Users can already use dplyr::summarise_all on .SD. But two people said it would still be nice to see built in to data.table :
https://twitter.com/Pertplus1/status/1151090599648550912
https://twitter.com/ftvalen/status/1151099177402818561
Next step would be to benchmark: https://twitter.com/MattDowle/status/1151959251029389312
Related (if I understand what summarise_all does): https://github.com/Rdatatable/data.table/issues/782 and https://github.com/Rdatatable/data.table/issues/1063 as colwise()
Here goes an example using
A. dplyr with summarise_at
B. datatable with lapply
C. datatable with summarise_all
B seems to do the trick -- C is by far the slowest solution. An example:
library(magrittr)
library(purrr)
library(data.table)
library(dplyr)
library(tictoc)
library(devtools)
# nrow of data
n = 1e6
# number of columns by type
p_int = 100
p_double = 100
p_char = 30
# create columns
set.seed(100)
# grouping columns
id1 = sample(letters, n, rep=T)
id2 = sample(letters, n, rep=T)
# filter columns
f = sample(12, n, rep=T)
# integer columns
ints = matrix(sample(100L, p_int*n, rep=T), ncol=p_int) %>% as.data.table()
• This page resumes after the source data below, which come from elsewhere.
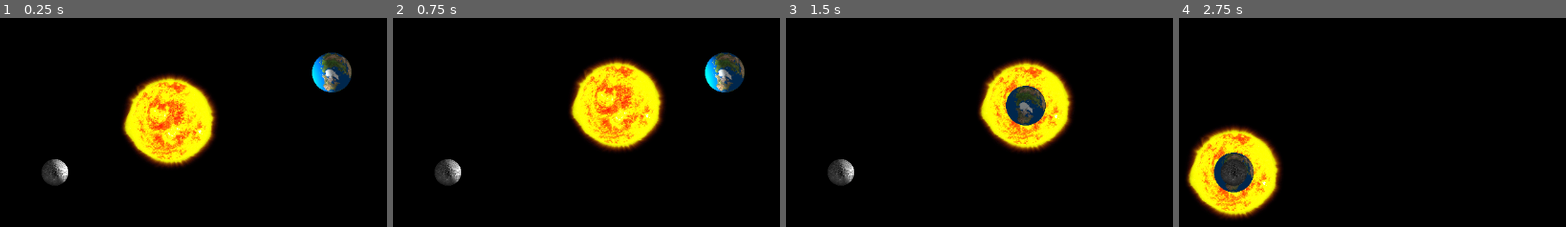
Above: before the commit, frames 1-4 (left to right).
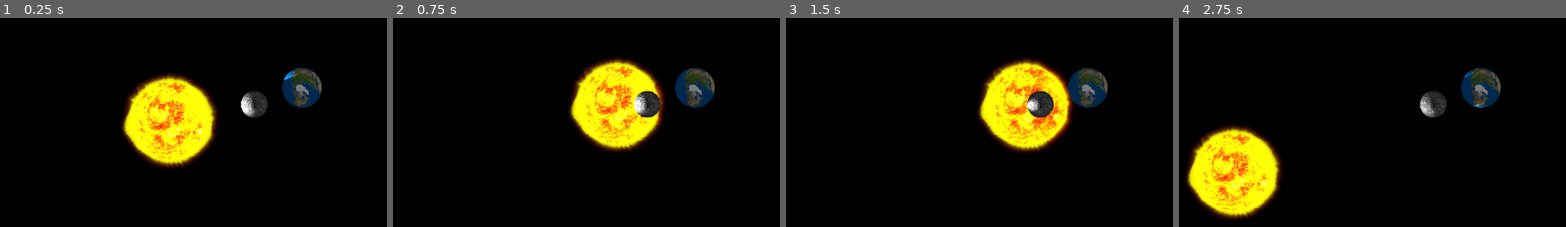
Above: after the commit, the same moments.

Repository: petermthompson/solar-system-puzzle
Game: Godot game, scene res://solar_system/solar_system.tscn
Two runs of this game, one before a commit and one after it. Both use one fixed random seed, a clock stepped at 60 frames per second and the inputs below. The project has no main scene, so this scene is started directly.
Inputs (mouse positions are in pixels of both pictures, inside the frame that each line leads up to):
- Up to frame 1 (0.25 s): no input
- Up to frame 2 (0.75 s): tap Enter at 0.5 s; drag from (563, 120) to (725, 72) at 0.52 s
- Up to frame 3 (1.5 s): tap Space at 1.25 s; drag from (1118, 72) to (840, 172) at 1.27 s
- Up to frame 4 (2.75 s): tap Enter at 2 s; click (1233, 172) at 2.17 s

The runs differ from the first frame. In frame 1, 6.9% of the frame differs, in the area x 10-91%, y 16-80%; in frame 2, 6.9%; in frame 3, 6.4%; in frame 4, 5.6%.

Commit message:
Add occluders to moon and earth

Diff:
--- a/solar_system/earth.tscn
+++ b/solar_system/earth.tscn
@@ -6,6 +6,9 @@
 
 [sub_resource type="CircleShape2D" id="CircleShape2D_01xo7"]
 radius = 30.0
+
+[sub_resource type="OccluderPolygon2D" id="OccluderPolygon2D_hkuo8"]
+polygon = PackedVector2Array(-30, 0, -26, -15, -15, -26, 0, -30, 15, -26, 26, -15, 30, 0, 26, 15, 15, 26, 0, 30, -15, 26, -26, 15)
 
 [sub_resource type="CanvasTexture" id="CanvasTexture_hy2x0"]
 diffuse_texture = ExtResource("1_u0ep4")
@@ -17,6 +20,12 @@
 [node name="CollisionShape2D" type="CollisionShape2D" parent="."]
 shape = SubResource("CircleShape2D_01xo7")
 
+[node name="LightOccluder2D" type="LightOccluder2D" parent="."]
+scale = Vector2(1, 1)
+occluder = SubResource("OccluderPolygon2D_hkuo8")
+occluder_light_mask = 4
+
 [node name="Sprite2D" type="Sprite2D" parent="."]
+light_mask = 2
 scale = Vector2(0.1, 0.1)
 texture = SubResource("CanvasTexture_hy2x0")
--- a/solar_system/moon.tscn
+++ b/solar_system/moon.tscn
@@ -6,6 +6,9 @@
 
 [sub_resource type="CircleShape2D" id="CircleShape2D_01xo7"]
 radius = 20.0
+
+[sub_resource type="OccluderPolygon2D" id="OccluderPolygon2D_f2dli"]
+polygon = PackedVector2Array(-20, 0, -17.333, -10, -10, -17.333, 0, -20, 10, -17.333, 17.333, -10, 20, 0, 17.333, 10, 10, 17.333, 0, 20, -10, 17.333, -17.333, 10)
 
 [sub_resource type="CanvasTexture" id="CanvasTexture_adt3p"]
 diffuse_texture = ExtResource("2_3o501")
@@ -17,6 +20,12 @@
 [node name="CollisionShape2D" type="CollisionShape2D" parent="."]
 shape = SubResource("CircleShape2D_01xo7")
 
+[node name="LightOccluder2D" type="LightOccluder2D" parent="."]
+scale = Vector2(1, 1)
+occluder = SubResource("OccluderPolygon2D_f2dli")
+occluder_light_mask = 2
+
 [node name="Sprite2D" type="Sprite2D" parent="."]
+light_mask = 4
 scale = Vector2(0.067, 0.067)
 texture = SubResource("CanvasTexture_adt3p")
--- a/solar_system/solar_system.tscn
+++ b/solar_system/solar_system.tscn
@@ -7,14 +7,13 @@
 [node name="SolarSystem" type="Node2D"]
 
 [node name="Sun" parent="." instance=ExtResource("2_3b8sx")]
-modulate = Color(0.752941, 0.752941, 0.752941, 1)
 position = Vector2(573, 359)
 
 [node name="Earth" parent="." instance=ExtResource("1_cmyrj")]
-position = Vector2(818, 286)
+position = Vector2(773, 309)
 
 [node name="Moon" parent="." instance=ExtResource("3_p5rg3")]
-position = Vector2(400, 437)
+position = Vector2(701, 334)
 
 [node name="CanvasModulate" type="CanvasModulate" parent="."]
 color = Color(0.501961, 0.501961, 0.501961, 1)
--- a/solar_system/sun.tscn
+++ b/solar_system/sun.tscn
@@ -14,10 +14,22 @@
 shape = SubResource("CircleShape2D_01xo7")
 
 [node name="Sprite2D" type="Sprite2D" parent="."]
+modulate = Color(0.501961, 0.501961, 0.501961, 1)
 scale = Vector2(0.2, 0.2)
 texture = ExtResource("2_njhs7")
 
-[node name="PointLight2D" type="PointLight2D" parent="."]
+[node name="PointLight2DLayer2" type="PointLight2D" parent="."]
 energy = 4.0
+range_item_cull_mask = 3
+shadow_enabled = true
+shadow_item_cull_mask = 3
 texture = ExtResource("3_5ionx")
 texture_scale = 5.0
+
+[node name="PointLight2DLayer3" type="PointLight2D" parent="."]
+energy = 4.0
+range_item_cull_mask = 5
+shadow_enabled = true
+shadow_item_cull_mask = 5
+texture = ExtResource("3_5ionx")
+texture_scale = 5.0
Not shown: 1 places in solar_system/earth.tscn that only renumber resources
Not shown: 1 places in solar_system/moon.tscn that only renumber resources

names(ints) = paste0("int",seq_along(ints))
# double columns
doubles = (matrix(sample(100, p_double*n, rep=T), ncol=p_double)/7) %>% as.data.table()
names(doubles) = paste0("double",seq_along(doubles))
# character columns
chars = matrix(sample(letters, p_char*n, rep=T), ncol=p_char) %>% as.data.table()
names(chars) = paste0("char",seq_along(chars))
# bind columns
dat = cbind(id1, id2, f, ints, doubles, chars)
# columns to summarise
cols_sum = map_lgl(dat, is.numeric) %>% which() %>% names()
# summarise with mean,max,sum
tic.clearlog()
# A: dplyr
tic("A")
out_a = as_tibble(dat) %>%
dplyr::filter(f < 6) %>%
group_by(id1, id2) %>%
summarise_at(cols_sum, list(max = max, sum = sum, mean = mean))
toc(log=T)
# B: datatable
tic("B")
func_sum = function(x) c(max = max(x), sum = sum(x), mean = mean(x))
out_b = dat[f < 6,
by = .(id1,id2),
as.list(unlist(lapply(.SD, func_sum))),
.SDcols = cols_sum]
toc(log=T)
# C: datatable with summarise_all
tic("C")
out_c = dat[f < 6,
by = .(id1,id2),
summarise_all(.SD, list(max = max, sum = sum, mean = mean)),
.SDcols = cols_sum]
toc(log=T)
# time
tic.log(format = TRUE)
Session info:
> devtools::session_info()
Session info ---------------------------------------------------
setting value
version R version 3.6.0 (2019-04-26)
system x86_64, mingw32
ui RStudio (1.2.1335)
language (EN)
collate Spanish_Argentina.1252
tz America/Buenos_Aires
date 2019-07-18
Packages -------------------------------------------------------
package * version date source
base * 3.6.0 2019-04-26 local
compiler 3.6.0 2019-04-26 local
datasets * 3.6.0 2019-04-26 local
devtools * 1.13.6 2018-06-27 CRAN (R 3.5.1)
digest 0.6.18 2018-10-10 CRAN (R 3.5.1)
graphics * 3.6.0 2019-04-26 local
grDevices * 3.6.0 2019-04-26 local
memoise 1.1.0 2017-04-21 CRAN (R 3.5.1)
methods * 3.6.0 2019-04-26 local
packrat 0.4.9-3 2018-06-01 CRAN (R 3.5.1)
stats * 3.6.0 2019-04-26 local
tools 3.6.0 2019-04-26 local
utils * 3.6.0 2019-04-26 local
withr 2.1.2 2018-03-15 CRAN (R 3.5.0)
>
Thanks @ftvalentini - that's beyond my wildest dreams of reproducibility! Just one thing: can you add the timings that you see too please. That way, when we reproduce it in some weeks time, we know we get the same ballpark timings as you.
running times:
> tic.log(format = TRUE)
[[1]]
[1] "A: 21.08 sec elapsed"
[[2]]
[1] "B: 5.25 sec elapsed"
[[3]]
[1] "C: 868.97 sec elapsed"
Note: I had to stop execution of C before it ended :/
dplyr seems to be deprecating summarise_all so not sure if we still want to have this... we could eventually use their API for same functionality, whatever it is now, but it is a little bit risky as it may eventually get deprecated as well.